Search code examples
phparraysfilteringaveragearray-intersect

Average each associative pair found in a 2d array


Consider this collection below:

$collection = [
    [1 => 10.0, 2 => 20.0, 3 => 50.0, 4 => 80.0, 5 => 100.0],
    [3 => 20.0, 5 => 20.0, 6 => 100.0, 7 => 10.0],
    [1 => 30.0, 3 => 30.0, 5 => 10.0, 8 => 10.0]
];

Consider this theorical output based on the intersection of the Arrays contained into $collection, considering their array keys with respective values based on the average of the single values:

$output = Array ( 3 => 33.3333, 5 => 43.3333 );

Can this problem be resolved with a native PHP function like array_intersect_* in an elegant way?

If not, can you suggest me an elegant solution that doesn't necessarily need an outer ugly foreach?

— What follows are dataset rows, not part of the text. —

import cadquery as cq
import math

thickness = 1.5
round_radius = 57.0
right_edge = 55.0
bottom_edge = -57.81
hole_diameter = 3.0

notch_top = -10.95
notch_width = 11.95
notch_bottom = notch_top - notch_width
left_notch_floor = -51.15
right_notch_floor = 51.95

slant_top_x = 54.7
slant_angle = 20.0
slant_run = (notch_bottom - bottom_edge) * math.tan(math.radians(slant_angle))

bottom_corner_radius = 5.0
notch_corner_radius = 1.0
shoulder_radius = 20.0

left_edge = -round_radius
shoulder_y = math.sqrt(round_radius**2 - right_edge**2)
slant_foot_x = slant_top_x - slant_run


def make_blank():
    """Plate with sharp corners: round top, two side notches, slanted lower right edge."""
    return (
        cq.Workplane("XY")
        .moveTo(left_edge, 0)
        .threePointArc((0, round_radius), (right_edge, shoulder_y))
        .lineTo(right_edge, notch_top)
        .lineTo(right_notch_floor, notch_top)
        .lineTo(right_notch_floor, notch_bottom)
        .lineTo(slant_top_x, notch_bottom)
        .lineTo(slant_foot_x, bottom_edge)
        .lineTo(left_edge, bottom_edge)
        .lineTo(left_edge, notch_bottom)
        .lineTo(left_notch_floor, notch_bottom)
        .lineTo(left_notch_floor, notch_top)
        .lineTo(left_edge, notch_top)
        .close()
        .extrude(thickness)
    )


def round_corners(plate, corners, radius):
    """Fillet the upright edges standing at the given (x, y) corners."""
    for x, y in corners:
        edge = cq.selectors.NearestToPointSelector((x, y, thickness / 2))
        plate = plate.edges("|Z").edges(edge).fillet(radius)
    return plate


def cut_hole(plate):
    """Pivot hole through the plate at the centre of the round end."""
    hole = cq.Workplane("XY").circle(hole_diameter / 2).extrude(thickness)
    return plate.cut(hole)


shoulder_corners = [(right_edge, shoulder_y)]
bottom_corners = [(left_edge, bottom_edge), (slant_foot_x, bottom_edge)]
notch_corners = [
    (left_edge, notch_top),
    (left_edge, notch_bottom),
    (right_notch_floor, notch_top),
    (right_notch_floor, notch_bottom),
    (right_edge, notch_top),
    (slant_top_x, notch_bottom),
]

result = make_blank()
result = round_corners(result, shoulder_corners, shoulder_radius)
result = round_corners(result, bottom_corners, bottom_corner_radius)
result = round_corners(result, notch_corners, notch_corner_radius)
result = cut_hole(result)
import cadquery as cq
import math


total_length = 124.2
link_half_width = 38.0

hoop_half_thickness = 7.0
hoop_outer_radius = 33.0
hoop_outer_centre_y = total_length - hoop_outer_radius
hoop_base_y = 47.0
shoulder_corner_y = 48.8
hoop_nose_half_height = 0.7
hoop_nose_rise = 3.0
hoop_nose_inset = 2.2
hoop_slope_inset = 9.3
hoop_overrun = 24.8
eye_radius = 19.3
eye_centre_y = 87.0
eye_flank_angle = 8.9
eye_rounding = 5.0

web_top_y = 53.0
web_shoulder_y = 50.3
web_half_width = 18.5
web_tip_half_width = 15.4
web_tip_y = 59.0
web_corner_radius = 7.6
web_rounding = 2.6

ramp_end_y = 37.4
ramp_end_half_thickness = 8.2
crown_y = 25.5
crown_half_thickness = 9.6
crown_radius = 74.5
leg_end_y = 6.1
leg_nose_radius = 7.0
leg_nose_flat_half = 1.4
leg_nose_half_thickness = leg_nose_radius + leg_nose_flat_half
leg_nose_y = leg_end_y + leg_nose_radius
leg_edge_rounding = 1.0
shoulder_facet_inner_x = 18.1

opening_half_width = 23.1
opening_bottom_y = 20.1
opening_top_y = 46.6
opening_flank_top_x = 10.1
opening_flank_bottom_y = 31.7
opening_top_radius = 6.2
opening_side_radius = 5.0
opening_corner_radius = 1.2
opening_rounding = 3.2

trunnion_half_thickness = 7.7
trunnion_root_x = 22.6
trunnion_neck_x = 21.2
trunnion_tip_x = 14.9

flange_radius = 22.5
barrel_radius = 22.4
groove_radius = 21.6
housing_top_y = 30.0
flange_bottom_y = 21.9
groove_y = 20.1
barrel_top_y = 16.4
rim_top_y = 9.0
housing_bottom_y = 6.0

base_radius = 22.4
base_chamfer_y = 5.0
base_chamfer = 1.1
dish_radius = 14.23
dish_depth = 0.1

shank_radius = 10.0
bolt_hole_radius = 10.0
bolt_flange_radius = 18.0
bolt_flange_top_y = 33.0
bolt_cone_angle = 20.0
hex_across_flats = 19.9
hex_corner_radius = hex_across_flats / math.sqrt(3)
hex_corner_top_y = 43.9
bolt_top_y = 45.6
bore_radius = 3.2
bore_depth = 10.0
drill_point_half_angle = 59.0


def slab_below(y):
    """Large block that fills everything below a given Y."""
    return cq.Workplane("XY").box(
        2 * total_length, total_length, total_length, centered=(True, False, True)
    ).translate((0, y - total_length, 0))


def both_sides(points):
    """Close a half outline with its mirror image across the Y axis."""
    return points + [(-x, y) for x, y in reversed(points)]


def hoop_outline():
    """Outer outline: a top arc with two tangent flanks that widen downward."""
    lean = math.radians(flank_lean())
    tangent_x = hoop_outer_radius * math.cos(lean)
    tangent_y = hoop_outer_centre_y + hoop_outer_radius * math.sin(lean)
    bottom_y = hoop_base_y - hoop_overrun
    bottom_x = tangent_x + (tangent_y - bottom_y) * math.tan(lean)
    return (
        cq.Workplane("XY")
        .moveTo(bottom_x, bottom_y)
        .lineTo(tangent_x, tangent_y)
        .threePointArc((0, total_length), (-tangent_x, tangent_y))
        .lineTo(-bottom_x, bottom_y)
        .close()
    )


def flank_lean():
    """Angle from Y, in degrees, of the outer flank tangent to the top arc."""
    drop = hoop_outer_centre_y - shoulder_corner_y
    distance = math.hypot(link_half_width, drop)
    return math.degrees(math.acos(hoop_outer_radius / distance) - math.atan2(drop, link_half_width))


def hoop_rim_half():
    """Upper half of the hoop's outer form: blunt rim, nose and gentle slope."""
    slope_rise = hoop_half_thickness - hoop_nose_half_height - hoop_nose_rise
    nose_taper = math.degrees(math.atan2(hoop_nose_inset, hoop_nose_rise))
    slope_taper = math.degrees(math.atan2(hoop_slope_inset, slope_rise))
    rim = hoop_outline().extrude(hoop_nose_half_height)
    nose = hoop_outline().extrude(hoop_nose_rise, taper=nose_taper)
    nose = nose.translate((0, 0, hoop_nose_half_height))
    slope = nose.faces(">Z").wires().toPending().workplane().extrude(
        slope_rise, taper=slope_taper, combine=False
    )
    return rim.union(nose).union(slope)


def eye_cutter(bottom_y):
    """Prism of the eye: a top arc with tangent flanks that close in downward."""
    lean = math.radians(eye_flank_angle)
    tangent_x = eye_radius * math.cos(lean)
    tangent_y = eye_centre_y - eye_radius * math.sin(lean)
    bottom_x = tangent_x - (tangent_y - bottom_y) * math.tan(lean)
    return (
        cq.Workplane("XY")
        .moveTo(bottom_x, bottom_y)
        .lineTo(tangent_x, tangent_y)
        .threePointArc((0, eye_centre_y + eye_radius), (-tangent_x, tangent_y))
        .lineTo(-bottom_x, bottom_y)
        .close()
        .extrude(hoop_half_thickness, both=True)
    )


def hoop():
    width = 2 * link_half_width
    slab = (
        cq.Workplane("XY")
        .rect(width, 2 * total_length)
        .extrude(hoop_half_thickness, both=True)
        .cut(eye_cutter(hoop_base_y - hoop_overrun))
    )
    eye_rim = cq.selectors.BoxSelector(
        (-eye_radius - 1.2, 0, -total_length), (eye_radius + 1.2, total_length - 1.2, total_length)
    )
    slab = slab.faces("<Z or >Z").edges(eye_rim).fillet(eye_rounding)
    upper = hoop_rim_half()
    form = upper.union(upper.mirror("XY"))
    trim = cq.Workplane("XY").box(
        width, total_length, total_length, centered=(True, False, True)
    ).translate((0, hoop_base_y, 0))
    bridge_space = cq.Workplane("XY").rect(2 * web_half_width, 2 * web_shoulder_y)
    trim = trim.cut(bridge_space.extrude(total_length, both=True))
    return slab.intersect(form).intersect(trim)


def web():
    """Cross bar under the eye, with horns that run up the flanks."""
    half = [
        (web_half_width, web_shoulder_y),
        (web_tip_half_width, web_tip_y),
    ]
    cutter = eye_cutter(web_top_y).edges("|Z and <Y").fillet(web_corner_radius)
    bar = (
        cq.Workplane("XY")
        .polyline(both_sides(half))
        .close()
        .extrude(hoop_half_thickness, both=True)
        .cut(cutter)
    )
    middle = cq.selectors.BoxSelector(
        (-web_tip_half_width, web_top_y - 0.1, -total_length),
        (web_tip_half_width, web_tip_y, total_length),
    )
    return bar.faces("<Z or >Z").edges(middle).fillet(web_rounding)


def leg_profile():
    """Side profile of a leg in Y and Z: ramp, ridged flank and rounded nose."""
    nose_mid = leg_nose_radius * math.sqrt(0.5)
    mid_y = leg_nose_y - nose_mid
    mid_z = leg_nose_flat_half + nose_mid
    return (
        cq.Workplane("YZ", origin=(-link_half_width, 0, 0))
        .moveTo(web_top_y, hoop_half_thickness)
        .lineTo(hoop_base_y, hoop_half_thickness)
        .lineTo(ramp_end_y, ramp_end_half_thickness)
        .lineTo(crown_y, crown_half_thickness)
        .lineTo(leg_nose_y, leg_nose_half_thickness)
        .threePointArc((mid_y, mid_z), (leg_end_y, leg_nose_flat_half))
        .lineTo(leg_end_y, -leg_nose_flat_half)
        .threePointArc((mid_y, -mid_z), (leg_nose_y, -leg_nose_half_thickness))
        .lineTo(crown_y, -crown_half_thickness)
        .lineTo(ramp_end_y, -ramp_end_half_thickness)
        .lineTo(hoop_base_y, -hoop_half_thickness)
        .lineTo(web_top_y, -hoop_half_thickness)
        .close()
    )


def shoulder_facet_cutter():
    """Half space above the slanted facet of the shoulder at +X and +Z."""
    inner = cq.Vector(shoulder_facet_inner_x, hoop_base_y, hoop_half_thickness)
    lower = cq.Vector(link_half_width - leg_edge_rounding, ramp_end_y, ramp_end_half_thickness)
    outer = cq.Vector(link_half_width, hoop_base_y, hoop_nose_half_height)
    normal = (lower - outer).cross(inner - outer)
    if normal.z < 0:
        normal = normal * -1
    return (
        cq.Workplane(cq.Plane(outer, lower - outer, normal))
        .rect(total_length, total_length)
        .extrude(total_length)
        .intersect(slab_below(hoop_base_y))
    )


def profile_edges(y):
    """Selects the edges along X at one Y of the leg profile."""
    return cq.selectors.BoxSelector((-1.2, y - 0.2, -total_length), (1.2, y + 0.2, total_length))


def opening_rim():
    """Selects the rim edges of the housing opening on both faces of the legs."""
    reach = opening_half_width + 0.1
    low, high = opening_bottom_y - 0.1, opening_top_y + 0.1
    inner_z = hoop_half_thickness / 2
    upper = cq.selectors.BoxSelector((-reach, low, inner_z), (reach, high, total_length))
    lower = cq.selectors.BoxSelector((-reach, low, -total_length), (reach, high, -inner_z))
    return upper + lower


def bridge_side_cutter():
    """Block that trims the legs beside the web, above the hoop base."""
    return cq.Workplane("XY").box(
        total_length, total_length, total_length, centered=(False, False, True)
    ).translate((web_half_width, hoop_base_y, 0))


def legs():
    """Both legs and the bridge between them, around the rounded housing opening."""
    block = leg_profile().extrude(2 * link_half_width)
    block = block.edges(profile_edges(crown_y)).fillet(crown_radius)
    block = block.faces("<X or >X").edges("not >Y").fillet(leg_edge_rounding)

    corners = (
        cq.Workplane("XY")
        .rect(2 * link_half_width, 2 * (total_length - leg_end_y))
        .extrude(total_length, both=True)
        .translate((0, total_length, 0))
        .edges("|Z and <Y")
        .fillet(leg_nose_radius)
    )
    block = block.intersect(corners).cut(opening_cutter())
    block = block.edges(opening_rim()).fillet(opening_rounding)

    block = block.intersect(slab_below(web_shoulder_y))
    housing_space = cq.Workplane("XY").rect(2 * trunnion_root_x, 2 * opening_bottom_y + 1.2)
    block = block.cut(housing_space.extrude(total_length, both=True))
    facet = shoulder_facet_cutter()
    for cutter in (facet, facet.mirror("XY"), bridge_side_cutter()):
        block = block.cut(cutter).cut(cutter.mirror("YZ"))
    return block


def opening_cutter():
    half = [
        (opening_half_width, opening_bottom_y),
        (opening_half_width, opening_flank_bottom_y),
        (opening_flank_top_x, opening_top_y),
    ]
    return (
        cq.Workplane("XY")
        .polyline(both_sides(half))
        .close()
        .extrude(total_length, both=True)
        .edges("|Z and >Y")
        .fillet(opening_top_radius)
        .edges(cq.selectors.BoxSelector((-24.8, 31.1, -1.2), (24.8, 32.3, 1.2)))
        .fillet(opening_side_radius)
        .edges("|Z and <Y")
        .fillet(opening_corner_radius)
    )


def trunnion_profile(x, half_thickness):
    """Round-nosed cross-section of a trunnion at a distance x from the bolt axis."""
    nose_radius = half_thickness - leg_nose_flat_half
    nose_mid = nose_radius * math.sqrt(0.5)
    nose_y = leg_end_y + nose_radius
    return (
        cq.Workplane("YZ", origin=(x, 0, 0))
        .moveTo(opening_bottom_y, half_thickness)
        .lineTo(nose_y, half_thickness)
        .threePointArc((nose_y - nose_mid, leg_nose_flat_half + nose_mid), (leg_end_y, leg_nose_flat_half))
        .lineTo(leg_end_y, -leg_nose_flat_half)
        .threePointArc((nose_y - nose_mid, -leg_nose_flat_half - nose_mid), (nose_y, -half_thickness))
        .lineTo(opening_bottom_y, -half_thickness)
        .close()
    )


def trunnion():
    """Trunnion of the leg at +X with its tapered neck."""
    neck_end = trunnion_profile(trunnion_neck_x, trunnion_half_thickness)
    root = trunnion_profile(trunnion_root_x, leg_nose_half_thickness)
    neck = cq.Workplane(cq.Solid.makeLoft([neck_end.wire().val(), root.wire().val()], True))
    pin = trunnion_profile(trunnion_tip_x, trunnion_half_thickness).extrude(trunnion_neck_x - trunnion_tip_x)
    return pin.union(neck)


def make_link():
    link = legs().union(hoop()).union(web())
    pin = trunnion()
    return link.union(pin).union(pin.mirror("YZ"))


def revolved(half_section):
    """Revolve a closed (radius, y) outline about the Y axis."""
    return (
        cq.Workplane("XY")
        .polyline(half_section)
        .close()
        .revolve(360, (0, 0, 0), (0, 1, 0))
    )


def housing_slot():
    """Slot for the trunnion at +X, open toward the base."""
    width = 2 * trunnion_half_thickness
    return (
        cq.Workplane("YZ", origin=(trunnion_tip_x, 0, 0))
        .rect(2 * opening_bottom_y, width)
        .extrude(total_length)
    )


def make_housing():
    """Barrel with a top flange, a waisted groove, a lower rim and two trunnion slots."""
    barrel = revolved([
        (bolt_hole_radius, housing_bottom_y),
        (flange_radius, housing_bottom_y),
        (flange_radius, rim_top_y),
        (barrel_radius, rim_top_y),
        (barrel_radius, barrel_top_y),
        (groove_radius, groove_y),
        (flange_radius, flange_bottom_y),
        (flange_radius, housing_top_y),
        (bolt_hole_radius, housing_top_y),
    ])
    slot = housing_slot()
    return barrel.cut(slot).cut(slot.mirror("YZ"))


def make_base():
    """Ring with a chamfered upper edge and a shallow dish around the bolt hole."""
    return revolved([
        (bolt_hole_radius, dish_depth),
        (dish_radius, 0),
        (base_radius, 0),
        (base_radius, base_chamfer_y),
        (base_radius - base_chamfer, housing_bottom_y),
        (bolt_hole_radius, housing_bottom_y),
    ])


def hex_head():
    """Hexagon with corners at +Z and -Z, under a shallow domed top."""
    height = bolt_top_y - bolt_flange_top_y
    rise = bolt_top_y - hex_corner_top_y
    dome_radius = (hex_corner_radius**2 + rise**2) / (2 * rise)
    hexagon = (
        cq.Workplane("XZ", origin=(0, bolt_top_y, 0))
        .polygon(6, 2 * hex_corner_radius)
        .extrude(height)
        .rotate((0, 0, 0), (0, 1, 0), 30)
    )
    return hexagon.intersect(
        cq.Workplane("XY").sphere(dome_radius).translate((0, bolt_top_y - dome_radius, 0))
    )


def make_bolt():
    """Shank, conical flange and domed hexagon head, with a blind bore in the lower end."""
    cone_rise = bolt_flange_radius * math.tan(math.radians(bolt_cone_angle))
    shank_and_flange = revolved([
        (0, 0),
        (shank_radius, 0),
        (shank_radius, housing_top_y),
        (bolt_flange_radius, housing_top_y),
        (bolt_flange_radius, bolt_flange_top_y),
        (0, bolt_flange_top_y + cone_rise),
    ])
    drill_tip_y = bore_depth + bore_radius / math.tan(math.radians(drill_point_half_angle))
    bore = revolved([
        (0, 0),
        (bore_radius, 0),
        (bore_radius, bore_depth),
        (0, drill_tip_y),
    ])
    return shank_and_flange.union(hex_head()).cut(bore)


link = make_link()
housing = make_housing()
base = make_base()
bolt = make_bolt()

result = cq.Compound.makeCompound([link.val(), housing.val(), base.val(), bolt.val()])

Keep in mind that the number of arrays that need to be intersected is not fixed. It can be 2 input arrays as it can be 1000 input arrays. Keys will be integers at all times, and Values will be floats or integers at all times.

In other words:

$collection = [
    $arr1 = [ ... ];
    $arr2 = [ ... ];
    $arr3 = [ ... ];
    ...
    $arrn = [ ... ];
];
$output = [ intersected and weighted array based (on comparison) on keys from $arr1 to $arrn, and (on values) from the value averages ];

Solution

  • Can this problem be resolved with a native PHP function like array_intersect_* in an elegant way?

    Well, elegance is in the eye of the developer. If functional-style programming with no new globally-scoped variables equals elegance, then I have something tasty for you. Can a native array_intersect_*() call be leveraged in this task? You bet!

    There's a big lack in PHP native functions on intersects - @Maurizio

    I disagree. PHP has a broad suite of powerful, optimized, native array_intersect*() and array_diff*() functions. I believe that too few developers are well-acquainted with them all. I've even build a comprehensive demonstration of the different array_diff*() functions (which can be easily inverted to array_intersect*() for educational purposes).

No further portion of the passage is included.